Dans un message audio, Getachew Reda confirme le début de la cinquième offensive dans le nord et le centre du Tigré, soulignant l’échec des quatre offensives précédentes tentées depuis le 04 novembre 2020. Reda affirme que l’offensive lancée par les troupes érythréennes n’aurait pas été bien planifiée et rencontrerait des difficultés sur les trois fronts ouverts.

Malgré un usage disproportionné des armements et des violences contre les civils, les troupes érythréennes, éthiopiennes et amhara subiraient de lourdes pertes infligées par les Forces de Défense du Tigré. Dans le message, Reda offre de nombreux détails sur les zones de combat et les pertes des deux factions belligérantes, précisant que celles subies par le TPLF sont nettement inférieures.

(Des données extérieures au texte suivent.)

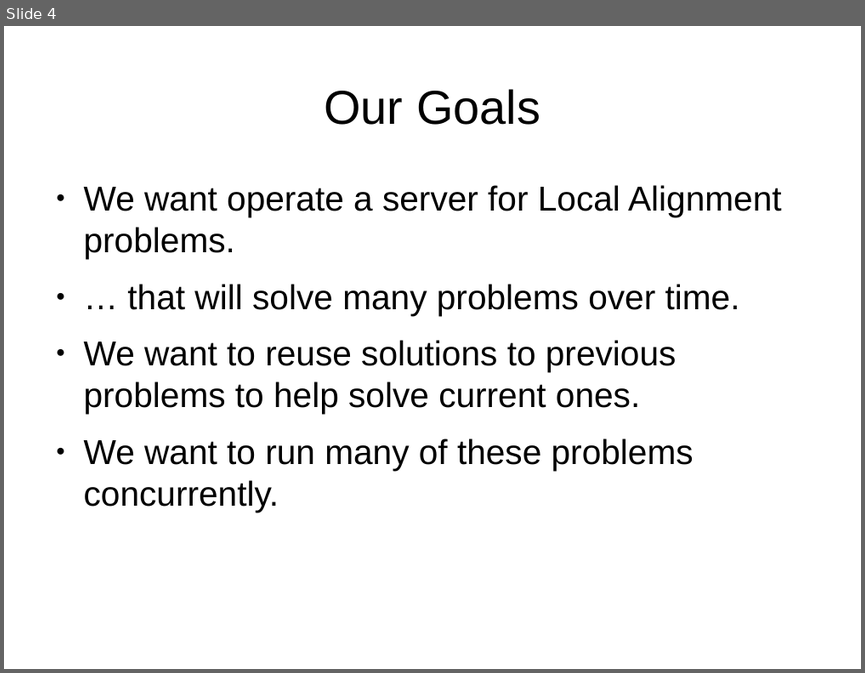
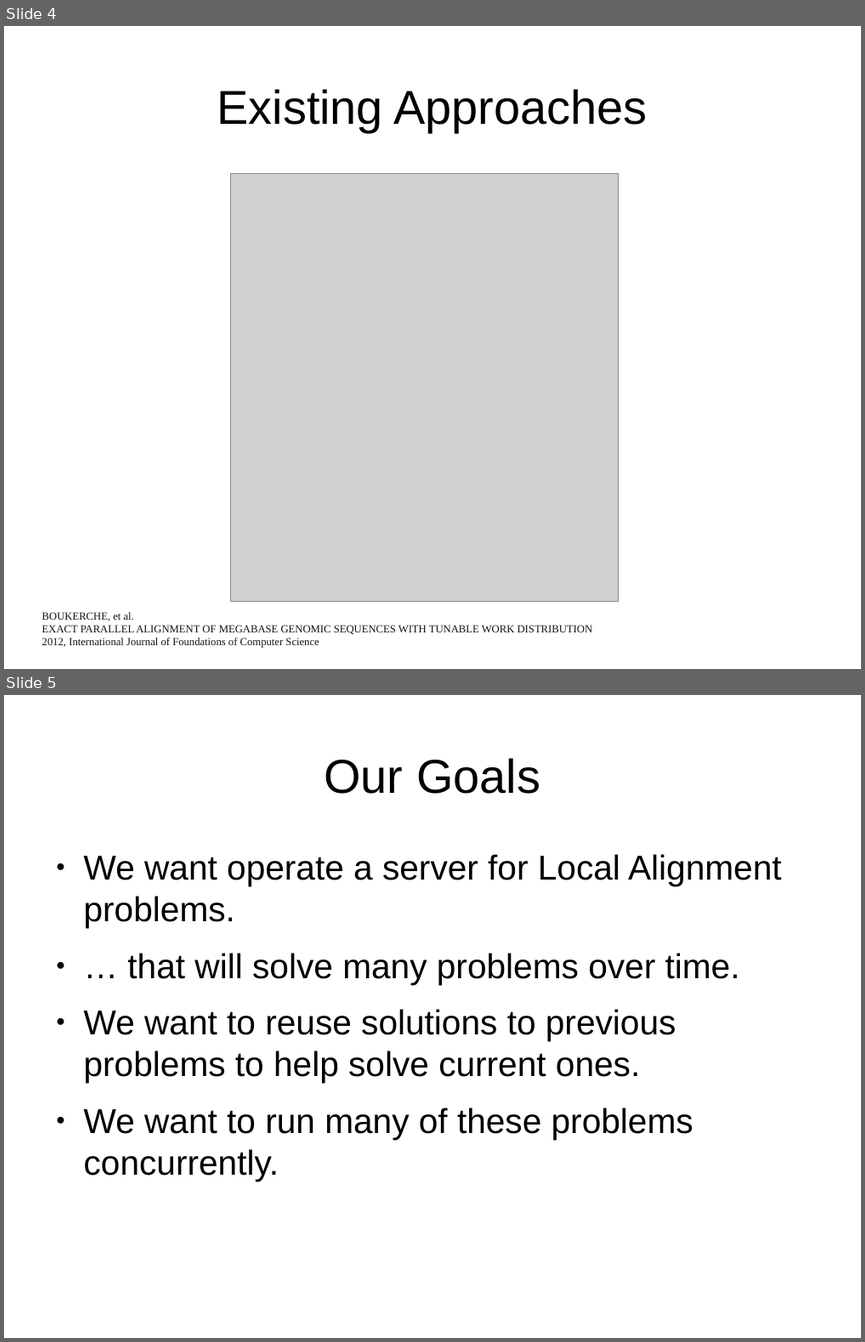
Before and after one commit to junekihong/GenomicsProject, a slide deck: Presentation.odp. Shown one above the other, each under a label of ours: slide 4 before the commit, slides 4 and 5 after it. The pictures are 865x673 and 865x1342 pixels, drawn with LibreOffice and Linux fonts; fonts in the diff are those of the drawing; grey boxes stand for pictures. Boxes give left, top, right and bottom in pixels: in the first picture for what was removed or moved away, otherwise in the second. Text is boxed around its words. In the diff, an @@ line names an element or a change of style, - is before the commit and + after.

Commit message:
Add picture for existing methods

```diff
--- a/Presentation.odp
+++ b/Presentation.odp
@@ slide 4 added at bbox=[4, 26, 861, 669], background #FFFFFF @@
@@ title added at bbox=[217, 89, 647, 132], 44 pt, text #000000 @@
+Existing Approaches
@@ picture added at bbox=[231, 174, 619, 601] @@
@@ text added at bbox=[42, 612, 593, 647], 10 pt, text #141413 @@
+BOUKERCHE, et al.
+EXACT PARALLEL ALIGNMENT OF MEGABASE GENOMIC SEQUENCES WITH TUNABLE WORK DISTRIBUTION
+2012, International Journal of Foundations of Computer Science
@@ what was slide 4 is now slide 5 @@
```
Also in this commit, not shown: 3 slides changed.

C’est la première fois qu’un haut commandant du TPLF s’exprime en détail sur le conflit en cours au Tigré. Nous verrons dans les prochaines heures ou jours à quel point les affirmations de Getachew Reda sont vraies ou le résultat de la propagande. Au contraire, un communiqué officiel du gouvernement éthiopien publié hier indique qu’il n’y a pas de combats en cours au Tigré car les « terroristes » du TPLF ont été détruits en novembre 2020.
A travers ce communiqué de presse (émis en langue amharique) le gouvernement éthiopien accuse tous les journalistes et médias éthiopiens et internationaux qui suivent les différents conflits dans le pays, d’inventer des histoires de combats, d’utilisation d’armes prohibées et de crimes de guerre. Selon le gouvernement de la Prospérité, ces journalistes et médias ont été persuadés de se joindre à la propagande du TPLF pour monter un complot international contre le processus démocratique en Éthiopie.